9. Marine propulsion apparatus as claimed in claim 8 including remote-controlled means connected to control the delivery of pressurized oil from the pump to the actuator.
10. Marine propulsion apparatus as claimed in claim 9 in which said remote-controlled means comprises a solenoid-operated valve connected in the delivery line of said separate pump, and a switch controlling the solenoid-operated valve.
11. Marine propulsion apparatus as claimed in claim 9 in which the said separate pump is an electrically-driven pump, and in which said remote-controlled means comprises a switch connected to the pump to control its electrical energisation.

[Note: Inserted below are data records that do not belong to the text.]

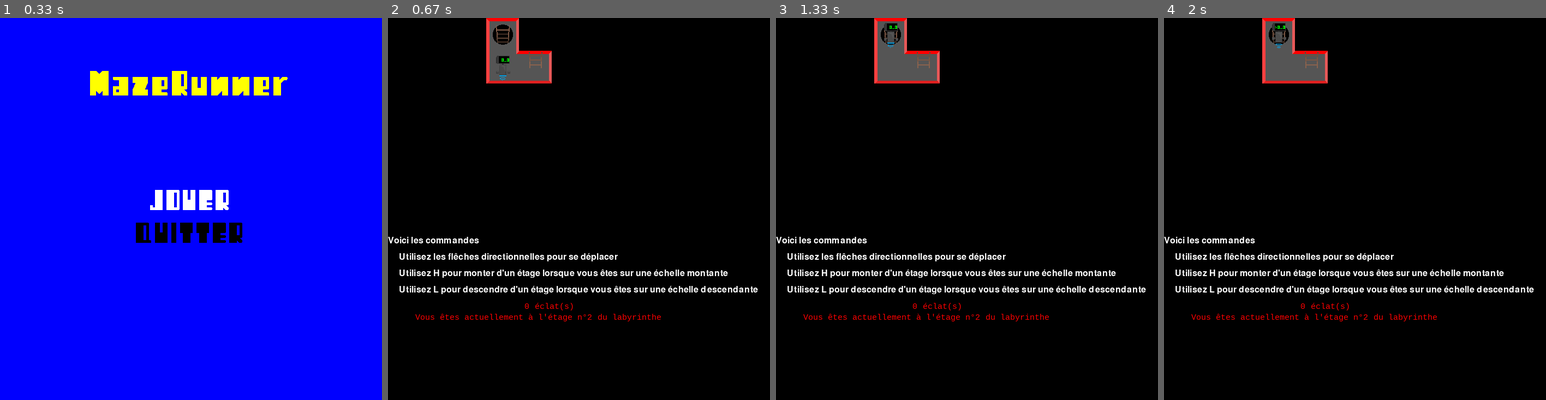
Above: before the commit, frames 1-4 (left to right).
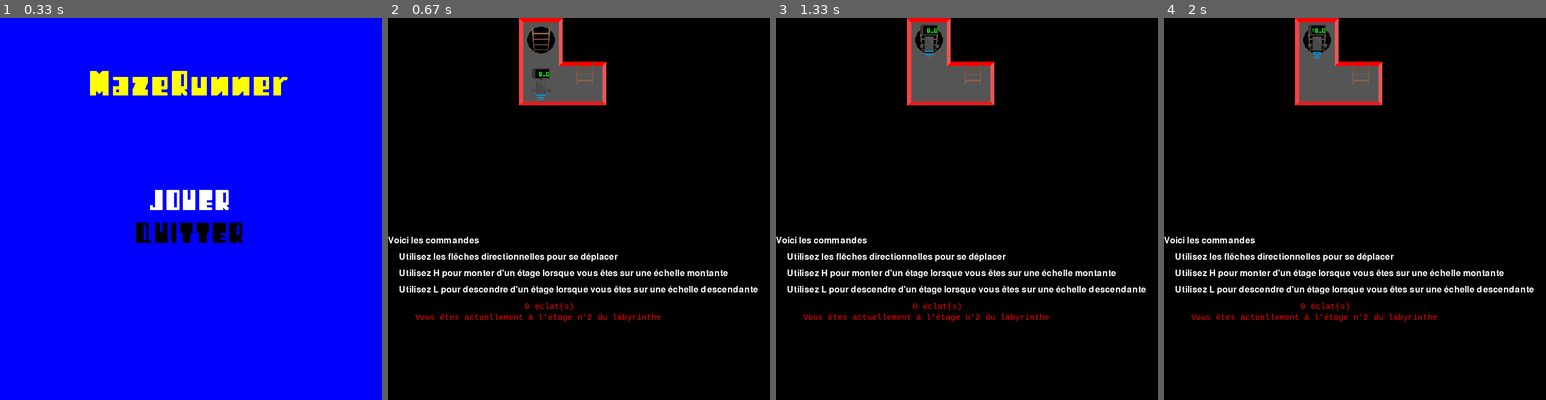
Above: after the commit, the same moments.

Repository: AndrienMont/VISI301
Game: pygame game, started from prototype alpha-2.py
The game is run twice, just before and just after one commit, with the same random seed, the same clock (stepped at 60 frames per second) and the same inputs.
Inputs:
- Up to frame 1 (0.33 s): no input
- Up to frame 2 (0.67 s): tap Enter at 0.33 s
- Up to frame 3 (1.33 s): hold Up 0.67-1.13 s
- Up to frame 4 (2 s): no input

Frame 1 is identical in both runs. In frame 2, 4.6% of the frame differs, in the area x 25-58%, y 0-23%; in frame 3, 4.6%; in frame 4, 4.6%.

Commit message:
Ajout des sprites et animations quand regarde vers la gauche

Diff:
--- a/prototype alpha-2.py
+++ b/prototype alpha-2.py
@@ -10,7 +10,7 @@
 from pathFinding3D import*
 
 
-tailleCase = 60
+tailleCase = 80
 
 def estDansListe(liste, element):
         res = False
@@ -66,8 +66,16 @@
 
                 self.sprite_idle_1 = pygame.image.load('bob/idle_1.png').convert_alpha()
                 self.sprite_idle_1 = pygame.transform.scale(self.sprite_idle_1 , (tailleCase, tailleCase))
+
                 self.sprite_idle_2 = pygame.image.load('bob/idle_2.png').convert_alpha()
                 self.sprite_idle_2 = pygame.transform.scale(self.sprite_idle_2 , (tailleCase, tailleCase))
+
+                self.sprite_idle_3 = pygame.image.load('bob/idle_3.png').convert_alpha()
+                self.sprite_idle_3 = pygame.transform.scale(self.sprite_idle_3 , (tailleCase, tailleCase))
+
+                self.sprite_idle_4 = pygame.image.load('bob/idle_4.png').convert_alpha()
+                self.sprite_idle_4 = pygame.transform.scale(self.sprite_idle_4 , (tailleCase, tailleCase))
+
                 self.X = 0
                 self.Y = 0
                 self.Z = 0
@@ -75,6 +83,8 @@
                 self.spriteX = 0
                 self.spriteY = 0
 
+                self.regardeGauche = False
+
 
         def update (self):
 
@@ -86,9 +96,11 @@
                 if direction == 'droite':
                     #self.direct = self.personnage
                     self.X += 1
+                    self.regardeGauche = False
                 if direction == 'gauche':
                     #self.direct = self.personnage
                     self.X -= 1
+                    self.regardeGauche = True
                 if direction == "haut":
                     #self.direct = self.personnage
                     self.Y -= 1
@@ -353,9 +365,16 @@
 
         spriteCyclePeriod = 30
         if spriteCycle < spriteCyclePeriod/2:
-                screen.blit(joueur.sprite_idle_1 , (joueur.spriteX*tailleCase, joueur.spriteY*tailleCase))
+                if joueur.regardeGauche:
+                        screen.blit(joueur.sprite_idle_3 , (joueur.spriteX*tailleCase, joueur.spriteY*tailleCase))
+                else:
+                        screen.blit(joueur.sprite_idle_1 , (joueur.spriteX*tailleCase, joueur.spriteY*tailleCase))
+
         elif spriteCycle < spriteCyclePeriod:
-                screen.blit(joueur.sprite_idle_2 , (joueur.spriteX*tailleCase, joueur.spriteY*tailleCase))
+                if joueur.regardeGauche:
+                        screen.blit(joueur.sprite_idle_4 , (joueur.spriteX*tailleCase, joueur.spriteY*tailleCase))
+                else:
+                        screen.blit(joueur.sprite_idle_2 , (joueur.spriteX*tailleCase, joueur.spriteY*tailleCase))
         else:
                 spriteCycle = 0
         spriteCycle = spriteCycle + 1
Binary file removed: square.png

12. Marine propulsion apparatus comprising a screw propeller having blades adjustable to either of two predetermined pitch angles which are respectively fine and coarse pitch angles and which are both on the same side of neutral blade pitch, a pitch control member operatively coupled to said propeller for changing the pitch of said blades, two-position-only actuator means coupled to said pitch control member, including means for biasing said control member to a first predetermined position to effect said predetermined coarse pitch propeller angle, for moving said pitch control member into a second predetermined position against said biasing means to effect said predetermined fine pitch propeller angle when said actuator means is energized and for thrusting said pitch control member back into its said first predetermined position when said actuator means is de-energized, and power means for energizing and de-energizing said actuator means as aforesaid, said actuator means comprising a hydraulically sealed movable piston operatively coupled to said pitch control member and having first and second opposite faces, said biasing means being compression spring means operative on said first face for thrusting said piston to a first predetermined setting corresponding to said first predetermined position of said pitch control member, said power means including reversible speed-reduction power transmission means operatively coupled to said actuator means for supplying hydraulic fluid under predetermined pressure through said transmission means and against said second piston face to move said piston against said compression spring means to a second predetermined setting corresponding to said second predetermined position of said pitch control member only while said fluid is supplied under said pressure and for changing the propulsion direction effected by said propeller while the propeller remains in the instant one of its said two predetermined pitch angles.
13. Apparatus as in claim 12 including piston stop means for predetermining at least one of said piston positions.
14. Apparatus as in claim 12 including first and second piston stop means for predetermining said first and second piston positions respectively.
15. Apparatus as in claim 12 wherein said actuator means includes a piston rod extending from said first piston face and coupled to said pitch control member and wherein said compression spring means comprises at least one stack of a multiplicity of contiguous substantially dished disc springs disposed successively in opposition to each other and about said piston rod.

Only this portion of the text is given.